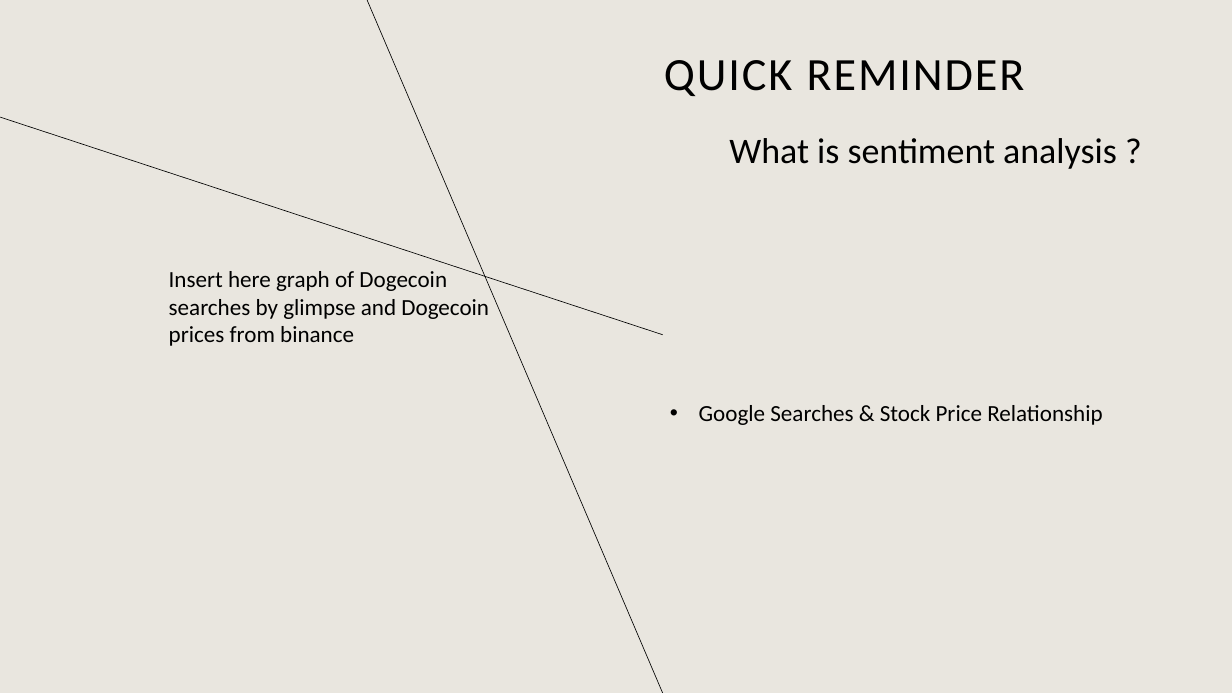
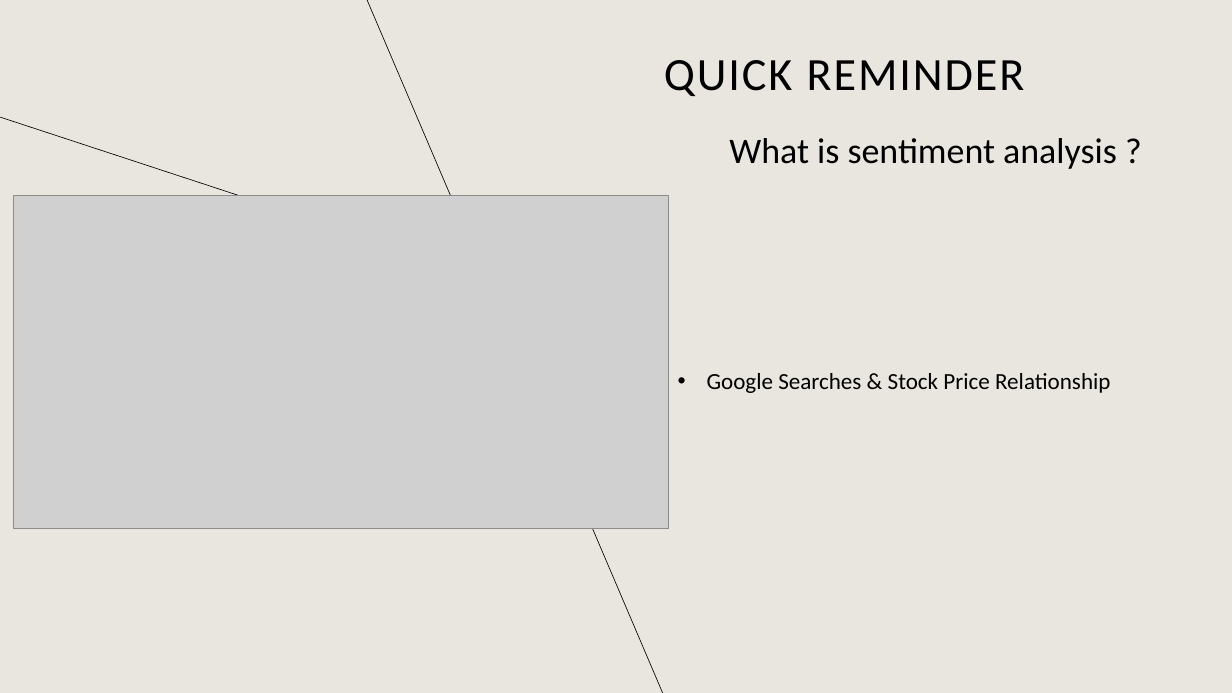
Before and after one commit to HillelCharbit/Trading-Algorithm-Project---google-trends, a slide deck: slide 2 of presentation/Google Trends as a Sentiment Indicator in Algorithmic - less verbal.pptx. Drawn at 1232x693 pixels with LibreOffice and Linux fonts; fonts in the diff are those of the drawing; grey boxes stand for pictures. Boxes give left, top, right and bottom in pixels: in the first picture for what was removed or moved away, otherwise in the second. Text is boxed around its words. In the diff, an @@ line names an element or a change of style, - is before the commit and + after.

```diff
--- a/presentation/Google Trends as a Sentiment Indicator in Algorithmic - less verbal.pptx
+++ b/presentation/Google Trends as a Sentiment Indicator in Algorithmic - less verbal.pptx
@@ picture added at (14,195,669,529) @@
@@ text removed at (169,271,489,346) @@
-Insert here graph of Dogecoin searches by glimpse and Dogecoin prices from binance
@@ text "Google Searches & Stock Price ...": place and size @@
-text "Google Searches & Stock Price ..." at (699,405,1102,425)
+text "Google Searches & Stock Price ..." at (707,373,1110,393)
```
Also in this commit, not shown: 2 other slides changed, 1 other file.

...

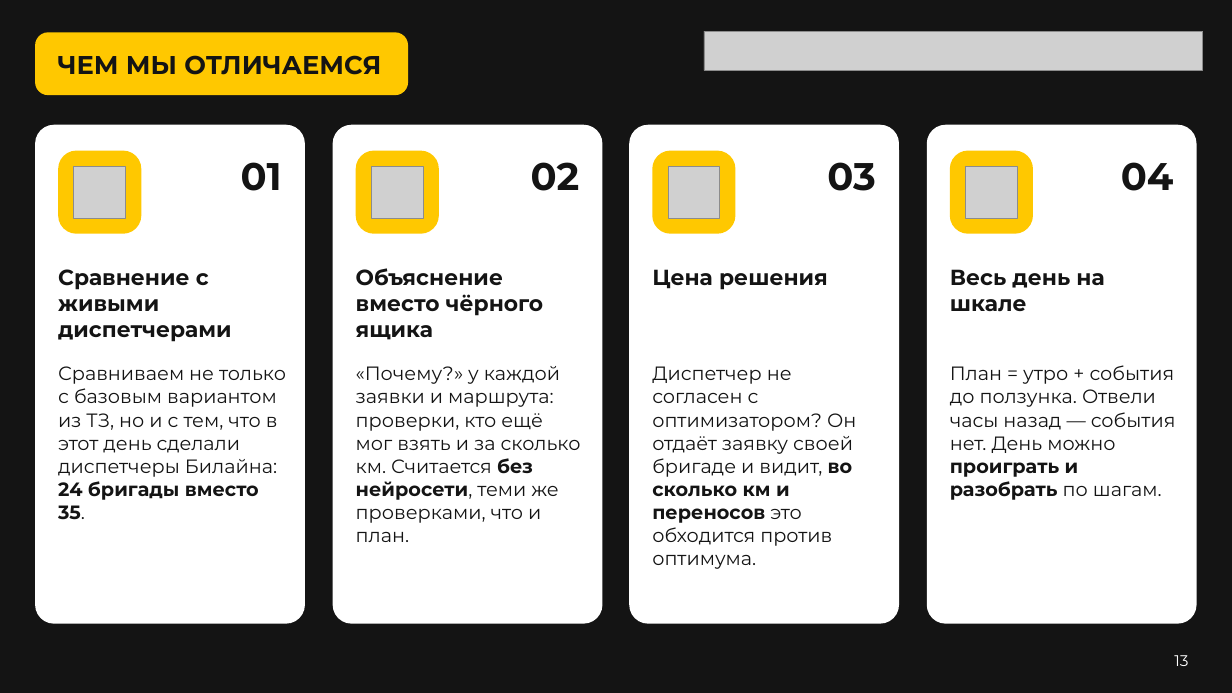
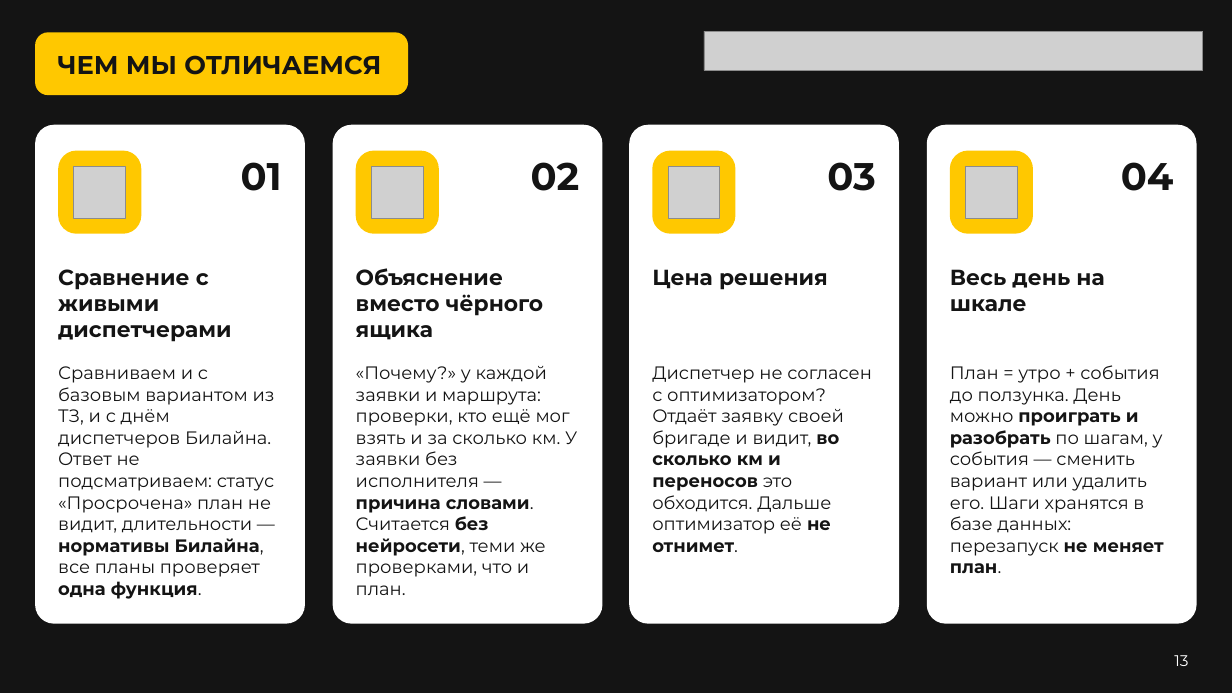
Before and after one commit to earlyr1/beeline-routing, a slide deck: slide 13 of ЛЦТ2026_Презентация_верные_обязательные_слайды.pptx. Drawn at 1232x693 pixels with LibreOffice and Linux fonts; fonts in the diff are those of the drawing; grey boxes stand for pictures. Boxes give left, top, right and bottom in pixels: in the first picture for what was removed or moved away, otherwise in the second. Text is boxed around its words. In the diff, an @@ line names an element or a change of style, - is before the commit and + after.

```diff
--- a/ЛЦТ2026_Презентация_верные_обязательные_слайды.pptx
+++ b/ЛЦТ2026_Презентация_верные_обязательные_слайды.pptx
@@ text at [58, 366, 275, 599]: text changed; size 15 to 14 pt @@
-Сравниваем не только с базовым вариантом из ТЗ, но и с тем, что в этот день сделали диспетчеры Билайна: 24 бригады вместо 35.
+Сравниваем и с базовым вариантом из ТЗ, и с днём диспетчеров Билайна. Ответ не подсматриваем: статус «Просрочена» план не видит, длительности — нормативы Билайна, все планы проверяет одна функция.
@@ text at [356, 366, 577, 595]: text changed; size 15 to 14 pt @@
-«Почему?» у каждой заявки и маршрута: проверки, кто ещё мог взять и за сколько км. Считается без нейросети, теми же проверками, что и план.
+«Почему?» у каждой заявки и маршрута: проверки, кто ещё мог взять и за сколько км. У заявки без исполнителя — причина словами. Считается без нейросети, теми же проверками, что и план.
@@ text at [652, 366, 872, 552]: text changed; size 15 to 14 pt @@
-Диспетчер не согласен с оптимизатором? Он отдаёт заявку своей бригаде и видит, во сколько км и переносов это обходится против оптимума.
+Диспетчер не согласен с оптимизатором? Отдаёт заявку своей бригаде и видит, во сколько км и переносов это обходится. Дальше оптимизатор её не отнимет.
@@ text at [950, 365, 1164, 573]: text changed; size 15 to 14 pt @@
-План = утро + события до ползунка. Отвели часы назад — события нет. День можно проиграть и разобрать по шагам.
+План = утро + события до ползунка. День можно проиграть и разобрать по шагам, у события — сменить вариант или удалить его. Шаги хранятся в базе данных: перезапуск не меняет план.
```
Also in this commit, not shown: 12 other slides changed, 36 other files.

→ **EXERCISE GOAL**:
For every line of the data above that contains "drawing", copy that line.

→ **EXERCISE ANSWER**:
Before and after one commit to HillelCharbit/Trading-Algorithm-Project---google-trends, a slide deck: slide 2 of presentation/Google Trends as a Sentiment Indicator in Algorithmic - less verbal.pptx. Drawn at 1232x693 pixels with LibreOffice and Linux fonts; fonts in the diff are those of the drawing; grey boxes stand for pictures. Boxes give left, top, right and bottom in pixels: in the first picture for what was removed or moved away, otherwise in the second. Text is boxed around its words. In the diff, an @@ line names an element or a change of style, - is before the commit and + after.
Before and after one commit to earlyr1/beeline-routing, a slide deck: slide 13 of ЛЦТ2026_Презентация_верные_обязательные_слайды.pptx. Drawn at 1232x693 pixels with LibreOffice and Linux fonts; fonts in the diff are those of the drawing; grey boxes stand for pictures. Boxes give left, top, right and bottom in pixels: in the first picture for what was removed or moved away, otherwise in the second. Text is boxed around its words. In the diff, an @@ line names an element or a change of style, - is before the commit and + after.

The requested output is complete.